Approximately $1.0 billion of loans in the services category consists of loans with individual balances of less than $10 million.  Approximately $2.8 billion or 43% of the commercial portfolio are to businesses in Oklahoma and $2.1 billion or 32% of our commercial loan portfolio are to businesses in Texas. 

Commercial Real Estate

Commercial real estate loans are for the construction of buildings or other improvements to real estate and property held by borrowers for investment purposes primarily within our geographical footprint.  We require collateral values in excess of the loan amounts, demonstrated cash flows in excess of expected debt service requirements, equity investment in the project and a portion of the project already sold, leased or permanent financing already secured.  The expected cash flows from all significant new or renewed income producing property commitments are stress tested to reflect the risks in varying interest rates, vacancy rates and rental rates.  As with commercial loans, inherent lending risks are centrally monitored on a continuous basis from underwriting throughout the life of the loan for compliance with applicable lending policies.  Approximately 33% of commercial real estate loans are secured by properties primarily located in the Dallas and Houston areas of Texas.  An additional 28% of commercial real estate loans are secured by properties located primarily in the Tulsa and Oklahoma City metropolitan areas of Oklahoma. 

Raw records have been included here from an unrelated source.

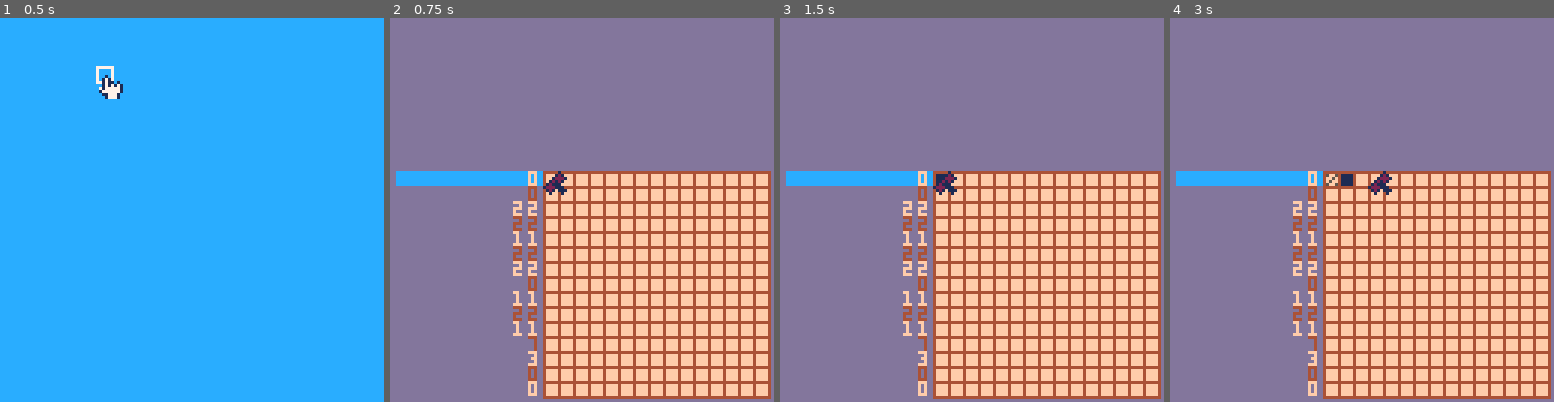
Above: before the commit, frames 1-4 (left to right).
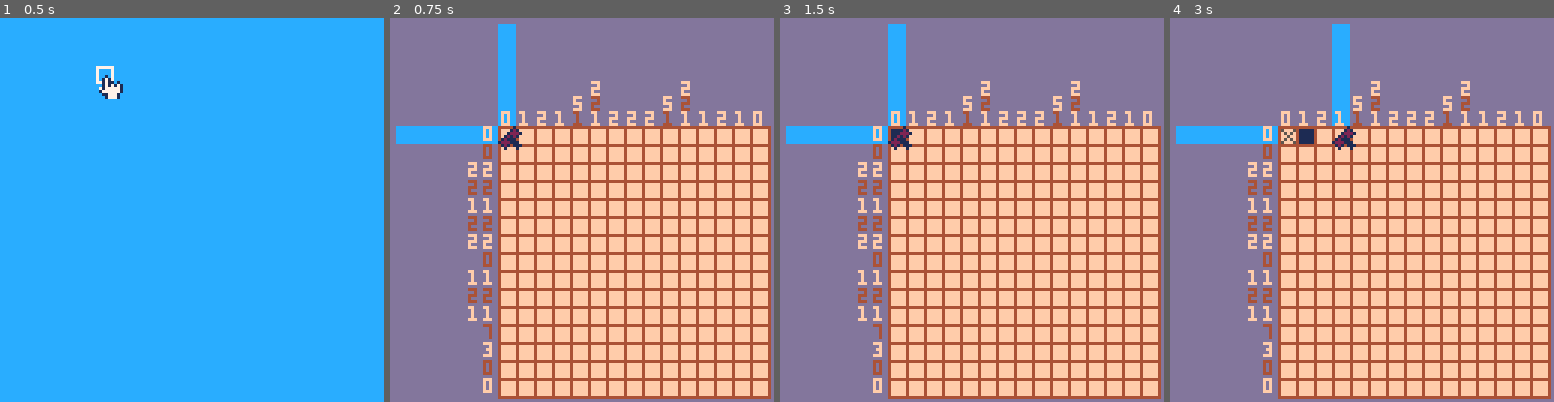
Above: after the commit, the same moments.

Repository: ajbowen249/oh_no_nogram
Game: PICO-8 cartridge oh_no_nogram.p8
Two runs of this game, one before a commit and one after it. Both use one fixed random seed, a clock stepped at 60 frames per second and the inputs below.
Inputs:
- Up to frame 1 (0.5 s): tap X (X key) at 0.33 s
- Up to frame 2 (0.75 s): tap X (X key) at 0.7 s
- Up to frame 3 (1.5 s): tap O (Z key) at 1.07 s; tap X (X key) at 1.43 s
- Up to frame 4 (3 s): tap O (Z key) at 1.8, 2.43 s; hold Right from 2.33 s (still down); tap X (X key) at 2.58 s

Frame 1 is identical in both runs. In frame 2, 36% of the frame differs, in the area x 1-100%, y 1-100%; in frame 3, 36%; in frame 4, 36%.

Commit message:
feat: show column runs

Diff:
--- a/oh_no_nogram.p8
+++ b/oh_no_nogram.p8
@@ -35,11 +35,11 @@
 end
 
 __gfx__
-000000000010000000000100000001005ff500001111000040400000404000004040000040400000400400004044000000000000000000000000000000000000
-00000000017100000000121000001210ff5f00001111000044040000404000004404000040040000404000004040000000000000000000000000000000000000
-00700700017110100001222100012221f5ff00001111000044040000404000004004000040440000444400004044000000000000000000000000000000000000
-000770000171717100121210001112105ff500001111000044040000404000004040000040040000400400004004000000000000000000000000000000000000
-00077000717777710121110001211100000000000000000040400000404000004444000040400000400400004044000000000000000000000000000000000000
+000000000010000000000100000001005fff50001111100040400000404000004040000040400000400400004044000000000000000000000000000000000000
+00000000017100000000121000001210f5f5f0001111100044040000404000004404000040040000404000004040000000000000000000000000000000000000
+00700700017110100001222100012221ff5ff0001111100044040000404000004004000040440000444400004044000000000000000000000000000000000000
+00077000017171710012121000111210f5f5f0001111100044040000404000004040000040040000400400004004000000000000000000000000000000000000
+000770007177777101211100012111005fff50001111100040400000404000004444000040400000400400004044000000000000000000000000000000000000
 00700700177777711222111012221000000000000000000000000000000000000000000000000000000000000000000000000000000000000000000000000000
 00000000011777100121011101210000000000000000000000000000000000000000000000000000000000000000000000000000000000000000000000000000
 00000000001777100010001000100000000000000000000000000000000000000000000000000000000000000000000000000000000000000000000000000000
--- a/puzzle.lua
+++ b/puzzle.lua
@@ -1,5 +1,5 @@
 g_puzzle_state = nil
-C_CELL_SIZE = 5
+C_CELL_SIZE = 6
 C_BOARD_SIZE = C_CELL_SIZE * 15
 
 C_PUZ_NULL = 0
@@ -29,27 +29,31 @@
   end
 
   for row in all(puzzle.image) do
-    local run_length = 0
-    local row_runs = {}
-    for col in all(row) do
-      if col == 1 then
-        run_length += 1
-      else
-        if run_length > 0 then
-          add(row_runs, run_length)
-          run_length = 0
-        end
-      end
+    add(g_puzzle_state.row_runs, get_list_runs(row))
+  end
+
+  for coli=1, #puzzle.image do
+    local col = {}
+    for rowi=1, #puzzle.image do
+      add(col, puzzle.image[rowi][coli])
     end
 
-    if run_length > 0 or #row_runs == 0 then
-      add(row_runs, run_length)
-    end
-
-    add(g_puzzle_state.row_runs, row_runs)
+    add(g_puzzle_state.col_runs, get_list_runs(col))
   end
 
   g_game_state = C_PUZZLE
+end
+
+function print_run_number(run_val, run_x, y, i)
+  if run_val < 10 then
+    print(run_val, run_x, y, i % 2 == 0 and 4 or 15)
+  else
+    if i % 2 != 0 then
+      pal(4, 15)
+    end
+    spr(run_val - 4, run_x, y)
+    pal()
+  end
 end
 
 function draw_puzzle()
@@ -61,35 +65,36 @@
 
   rectfill(start_x, start_y, board_end_x, board_end_y, 15)
   rect(start_x, start_y, board_end_x, board_end_y, 4)
+  local cursor_loc = nil
 
   for i, row in ipairs(g_puzzle_state.grid) do
     local y = start_y + ((i - 1) * C_CELL_SIZE)
     rect(start_x, y + C_CELL_SIZE, board_end_x, y + C_CELL_SIZE, 4)
 
-    local row_runs = g_puzzle_state.row_runs[i]
-
     if i == g_puzzle_state.y then
       rectfill(2, y, start_x - 1, y + C_CELL_SIZE - 1, 12)
     end
 
+    local row_runs = g_puzzle_state.row_runs[i]
     for ri=#row_runs, 1, -1 do
       local run_x = start_x - 5 - ((#row_runs - ri) * 5)
-      local run_val = row_runs[ri]
-      if run_val < 10 then
-        print(run_val, run_x, y, i % 2 == 0 and 4 or 15)
-      else
-        if i % 2 != 0 then
-          pal(4, 15)
-        end
-        spr(run_val - 4, run_x, y)
-        pal()
-      end
+      print_run_number(row_runs[ri], run_x, y, i)
     end
 
     for j, cell in ipairs(row) do
       local x = start_x + ((j - 1) * C_CELL_SIZE)
       if i == 1 then
         rect(x + C_CELL_SIZE, start_y, x + C_CELL_SIZE, board_end_y, 4)
+
+        if j == g_puzzle_state.x then
+          rectfill(x, 2, x + C_CELL_SIZE - 1, start_y - 1, 12)
+        end
+
+        local col_runs = g_puzzle_state.col_runs[j]
+        for ci=#col_runs, 1, -1 do
+          local run_y = start_y - 5 - ((#col_runs - ci) * 5)
+          print_run_number(col_runs[ci], x + i, run_y, ci)
+        end
       end
 
       if cell == C_PUZ_MARKED then
@@ -99,9 +104,13 @@
       end
 
       if i == g_puzzle_state.y and j == g_puzzle_state.x then
-        spr(2, x, y)
+        cursor_loc = { x = x, y = y }
       end
     end
+  end
+
+  if cursor_loc != nil then
+    spr(2, cursor_loc.x, cursor_loc.y)
   end
 end
 
--- a/utils.lua
+++ b/utils.lua
@@ -6,3 +6,24 @@
 
   return width
 end
+
+function get_list_runs(list)
+  local run_length = 0
+  local runs = {}
+  for cell in all(list) do
+    if cell == 1 then
+      run_length += 1
+    else
+      if run_length > 0 then
+        add(runs, run_length)
+        run_length = 0
+      end
+    end
+  end
+
+  if run_length > 0 or #runs == 0 then
+    add(runs, run_length)
+  end
+
+  return runs
+end

Residential Mortgage and Consumer

Residential mortgage loans provide funds for our customers to purchase or refinance their primary residence or to borrow against the equity in their home. Residential mortgage loans are secured by a first or second-mortgage on the customer’s primary residence.  Consumer loans include direct loans secured by and for the purchase of automobiles, recreational and marine equipment as well as other unsecured loans.  Consumer loans also include indirect automobile loans made through primary dealers.  Residential mortgage and consumer loans are made in accordance with underwriting policies we believe to be conservative and are fully documented.  Credit scoring is assessed based on significant credit characteristics including credit history, residential and employment stability.  Residential mortgage loans retained in the Company’s portfolio are primarily composed of various mortgage programs to support customer relationships including jumbo mortgage loans, non-builder construction loans and special loan programs for high net worth individuals and certain professionals.  Jumbo loans may be fixed or variable rate and are fully amortizing.  Jumbo loans generally conform to government sponsored entity standards, with exception that the loan size exceeds maximums required under these standards.  These loans generally require a minimum FICO score of 720 and a maximum debt-to-income ratio (“DTI”) of 38%.  Loan-to-value (“LTV”) ratios are tiered from 60% to 100%, depending on the market.  Special mortgage programs include fixed and variable fully amortizing loans tailored to the needs of certain healthcare professionals.  Variable rate loans are fully indexed at origination and may have fixed rates for three to ten years, then adjust annually thereafter. 

At September 30, 2011 and December 31, 2010, residential mortgage loans included $169 million and $48 million, respectively, of loans guaranteed by U.S. government agencies previously sold into GNMA mortgage pools.  The Company may repurchase these loans when certain defined delinquency criteria are met.  Because of this repurchase right, the Company is deemed to have regained effective control over these loans and must include them on the Consolidated Balance Sheet.  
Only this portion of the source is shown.